TEMPERATURE PROXY RECORDS COVERING THE LAST TWO MILLENNIA: A TABULAR AND VISUAL OVERVIEW

Authors


Fredrik Charpentier Ljungqvist, Department of History, Stockholm University, SE-106 91 Stockholm, Sweden. E-mail: fredrik.c.l@historia.su.se

ABSTRACT.

Proxy data are our only source of knowledge of temperature variability in the period prior to instrumental temperature measurements. Until recently, very few quantitative palaeotemperature records extended back a millennium or more, but the number is now increasing. Here, the first systematic survey is presented, with graphic representations, of most quantitative temperature proxy data records covering the last two millennia that have been published in the peer-reviewed literature.
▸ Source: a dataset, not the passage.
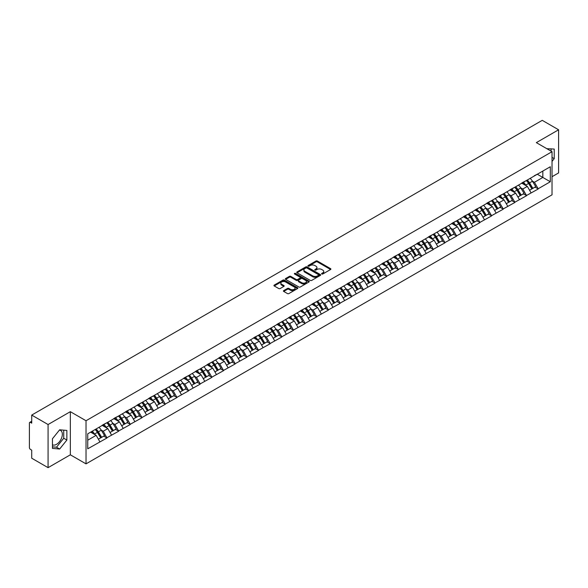 <?xml version="1.0" encoding="UTF-8"?>
<svg xmlns="http://www.w3.org/2000/svg" width="588" height="588" viewBox="0 0 588 588"><rect width="100%" height="100%" fill="white"/><g stroke="black" fill="none" stroke-linecap="round" stroke-linejoin="round"><path stroke-width="0.88" d="M321.776 274.001A0.728 0.419 0 0 0 322.797 274.001L330.588 269.502A1.036 0.595 0 0 0 330.897 269.076A1.036 0.595 0 0 0 330.588 268.657L317.395 261.035A1.036 0.595 0 0 0 315.925 261.035L308.134 265.533A0.728 0.419 0 0 0 309.163 266.129L310.17 265.541A3.315 1.918 0 0 1 314.859 265.541L315.962 266.18A3.315 1.918 0 0 1 316.932 267.533A3.315 1.918 0 0 1 315.962 268.885L314.955 269.473A0.728 0.419 0 0 0 315.984 270.061L316.991 269.48A3.315 1.918 0 0 1 321.68 269.48L322.783 270.113A3.315 1.918 0 0 1 323.753 271.472A3.315 1.918 0 0 1 322.783 272.825L321.776 273.405A0.728 0.419 0 0 0 321.776 274.001L321.776 273.405M52.45 444.763A8.239 4.755 120 0 0 56.514 444.33A8.239 4.755 120 0 0 61.902 437.068A8.239 4.755 120 0 0 60.637 430.467A8.239 4.755 120 0 0 59.425 430.093M546.877 148.72A8.239 4.755 -60 0 1 548.001 149.087A8.239 4.755 -60 0 1 548.883 149.881M283.732 290.582A1.036 0.595 0 0 0 283.431 291.009A1.036 0.595 0 0 0 283.732 291.435L287.436 293.566A1.036 0.595 0 0 0 288.906 293.566L297.557 288.576A1.036 0.595 0 0 0 297.859 288.149A1.036 0.595 0 0 0 297.557 287.73L284.357 280.108A1.036 0.595 0 0 0 282.894 280.108L274.236 285.099A1.036 0.595 0 0 0 273.935 285.525A1.036 0.595 0 0 0 274.236 285.952L278.712 288.532A1.036 0.595 0 0 0 280.182 288.532L283.879 286.393A1.036 0.595 0 0 0 284.188 285.974A1.036 0.595 0 0 0 283.879 285.548L281.667 284.269A2.771 1.602 0 0 1 280.851 283.137A2.771 1.602 0 0 1 282.563 281.652A2.771 1.602 0 0 1 285.584 282.005L294.279 287.017A2.771 1.602 0 0 1 295.088 288.149A2.771 1.602 0 0 1 293.375 289.627A2.771 1.602 0 0 1 290.354 289.281L288.906 288.443A1.036 0.595 0 0 0 287.436 288.443L283.732 290.582L283.732 291.435L287.436 289.311L287.436 288.443M70.34 411.681L48.076 424.529L31.715 415.084L542.239 120.342L558.6 129.786L536.337 142.634L552.029 151.697L86.024 420.736L70.34 411.681L70.34 454.811L86.024 463.866L86.024 420.736M310.243 280.402A1.036 0.595 0 0 0 311.706 280.402L320.364 275.404A1.036 0.595 0 0 0 320.666 274.986A1.036 0.595 0 0 0 320.364 274.559L307.164 266.937A1.036 0.595 0 0 0 305.694 266.937L297.043 271.935A1.036 0.595 0 0 0 296.742 272.362A1.036 0.595 0 0 0 297.043 272.781L310.243 280.402M294.801 274.155A0.728 0.419 0 0 1 295.543 274.258L308.943 281.997L300.306 286.988A1.036 0.595 0 0 1 298.844 286.988L285.643 279.366L289.347 277.242L289.347 276.382L285.643 278.521A1.036 0.595 0 0 0 285.334 278.94A1.036 0.595 0 0 0 285.643 279.366L285.643 278.521M289.347 277.242A1.036 0.595 0 0 1 290.81 277.242L290.81 276.382A1.036 0.595 0 0 0 289.347 276.382M290.81 276.382L296.161 279.469A1.036 0.595 0 0 0 297.631 279.469L300.086 278.05A1.036 0.595 0 0 0 300.387 277.632A1.036 0.595 0 0 0 300.086 277.205L294.514 273.986A0.728 0.419 0 0 1 295.543 273.398L308.957 281.145A1.036 0.595 0 0 1 309.266 281.564A1.036 0.595 0 0 1 308.957 281.99L308.957 281.145M86.024 463.866L552.029 194.826L552.029 151.697M95.19 429.505A7.078 4.087 -120 0 1 97.615 432.342L100.916 437.788L103.789 436.127L106.979 437.964L103.245 431.239L101.173 430.041M106.979 437.964L87.744 448.813L87.744 433.804L550.309 166.742L550.309 181.758L538.167 188.763L534.433 182.295L532.361 181.097M526.378 180.56A7.078 4.087 -120 0 1 528.803 183.397L532.103 188.844L534.977 187.182L538.167 188.763M538.167 189.02L526.517 195.495L522.776 189.02L520.711 187.829M514.728 187.285A7.078 4.087 -120 0 1 517.146 190.122L520.446 195.569L523.327 193.908L526.517 195.495M526.517 195.753L514.86 202.221L511.126 195.753L509.054 194.554M503.071 194.018A7.078 4.087 -120 0 1 505.496 196.848L508.796 202.294L511.67 200.633L514.86 202.221M514.86 202.478L503.21 208.946L499.469 202.478L497.404 201.287M491.421 200.743A7.078 4.087 -120 0 1 493.839 203.58L497.139 209.027L500.013 207.366L503.21 208.946M503.21 209.21L491.553 215.678L487.82 209.21L485.747 208.012M479.764 207.476A7.078 4.087 -120 0 1 482.189 210.306L485.49 215.752L488.363 214.091L491.553 215.678M491.553 215.936L479.896 222.404L476.162 215.936L474.097 214.738M468.114 214.201A7.078 4.087 -120 0 1 470.532 217.038L473.832 222.484L476.706 220.823L479.896 222.404M479.896 222.661L468.246 229.136L464.513 222.661L462.44 221.47M456.457 220.934A7.078 4.087 -120 0 1 458.883 223.763L462.183 229.21L465.057 227.549L468.246 229.136M468.246 229.394L456.589 235.861L452.856 229.394L450.79 228.195M444.8 227.659A7.078 4.087 -120 0 1 447.225 230.489L450.526 235.935L453.399 234.281L456.589 235.861M456.589 236.119L444.94 242.587L441.206 236.119L439.133 234.928M433.15 234.384A7.078 4.087 -120 0 1 435.576 237.221L438.868 242.668L441.75 241.006L444.94 242.587M444.94 242.851L433.282 249.319L429.549 242.851L427.483 241.653M421.493 241.117A7.078 4.087 -120 0 1 423.919 243.946L427.219 249.393L430.093 247.732L433.282 249.319M433.282 249.577L421.633 256.045L417.899 249.577L415.826 248.379M409.843 247.842A7.078 4.087 -120 0 1 412.261 250.679L415.562 256.125L418.443 254.464L421.633 256.045M421.633 256.302L409.976 262.777L406.242 256.302L404.169 255.111M398.186 254.575A7.078 4.087 -120 0 1 400.612 257.404L403.912 262.851L406.786 261.19L409.976 262.777M409.976 263.034L398.326 269.502L394.585 263.034L392.519 261.836M386.536 261.3A7.078 4.087 -120 0 1 388.955 264.13L392.255 269.576L395.136 267.922L398.326 269.502M398.326 269.76L386.669 276.228L382.935 269.76L380.862 268.569M374.879 268.025A7.078 4.087 -120 0 1 377.305 270.862L380.605 276.309L383.479 274.647L386.669 276.228M386.669 276.492L375.019 282.96L371.278 276.492L369.213 275.294M363.23 274.758A7.078 4.087 -120 0 1 365.648 277.587L368.948 283.034L371.822 281.373L375.019 282.96M375.019 283.218L363.362 289.686L359.628 283.218L357.555 282.019M351.573 281.483A7.078 4.087 -120 0 1 353.998 284.32L357.298 289.766L360.172 288.105L363.362 289.686M363.362 289.943L351.705 296.418L347.971 289.943L345.906 288.752M339.923 288.216A7.078 4.087 -120 0 1 342.341 291.045L345.641 296.492L348.515 294.831L351.705 296.418M351.705 296.675L340.055 303.143L336.321 296.675L334.249 295.477M328.266 294.941A7.078 4.087 -120 0 1 330.691 297.771L333.991 303.224L336.865 301.563L340.055 303.143M340.055 303.401L328.398 309.869L324.664 303.401L322.599 302.21M316.609 301.666A7.078 4.087 -120 0 1 319.034 304.503L322.334 309.95L325.208 308.288L328.398 309.869M328.398 310.133L316.748 316.601L313.014 310.133L310.942 308.935M304.959 308.399A7.078 4.087 -120 0 1 307.384 311.228L310.677 316.675L313.558 315.014L316.748 316.601M316.748 316.858L305.091 323.326L301.357 316.858L299.292 315.66M293.302 315.124A7.078 4.087 -120 0 1 295.727 317.961L299.027 323.407L301.901 321.746L305.091 323.326M305.091 323.584L293.441 330.059L289.708 323.584L287.635 322.393M281.652 321.856A7.078 4.087 -120 0 1 284.07 324.686L287.37 330.133L290.251 328.471L293.441 330.059M293.441 330.316L281.784 336.784L278.05 330.316L275.985 329.118M269.995 328.582A7.078 4.087 -120 0 1 272.42 331.411L275.721 336.865L278.594 335.204L281.784 336.784M281.784 337.042L270.135 343.51L266.393 337.042L264.328 335.851M258.345 335.307A7.078 4.087 -120 0 1 260.763 338.144L264.063 343.59L266.945 341.929L270.135 343.51M270.135 343.774L258.477 350.242L254.744 343.774L252.671 342.576M246.688 342.04A7.078 4.087 -120 0 1 249.114 344.869L252.414 350.316L255.288 348.655L258.477 350.242M258.477 350.499L246.828 356.967L243.087 350.499L241.021 349.309M235.038 348.765A7.078 4.087 -120 0 1 237.456 351.602L240.757 357.048L243.63 355.387L246.828 356.967M246.828 357.225L235.171 363.7L231.437 357.225L229.364 356.034M223.381 355.497A7.078 4.087 -120 0 1 225.807 358.327L229.107 363.774L231.981 362.112L235.171 363.7M235.171 363.957L223.521 370.425L219.78 363.957L217.714 362.759M211.731 362.223A7.078 4.087 -120 0 1 214.15 365.052L217.45 370.506L220.324 368.845L223.521 370.425M223.521 370.683L211.864 377.151L208.13 370.683L206.057 369.492M200.074 368.948A7.078 4.087 -120 0 1 202.5 371.785L205.8 377.231L208.674 375.57L211.864 377.151M211.864 377.415L200.207 383.883L196.473 377.415L194.407 376.217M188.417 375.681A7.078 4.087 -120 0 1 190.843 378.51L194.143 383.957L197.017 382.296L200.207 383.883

In total, 71 series are presented together with basic essential information on each record. This overview will hopefully assist future palaeoclimatic research by facilitating an orientation among available palaeotemperature records and thus reduce the risk of missing less well-known proxy series. The records show an amplitude between maximum and minimum temperatures during the past two millennia on centennial timescales ranging from c. 0.5 to 4°C and averaging c. 1.5–2°C for both high and low latitudes, although these variations are not always occurring synchronous. Both the Medieval Warm Period, the Little Ice Age and the 20th century warming are clearly visible in most records, whereas the Roman Warm Period and the Dark Age Cold Period are less clearly discernible.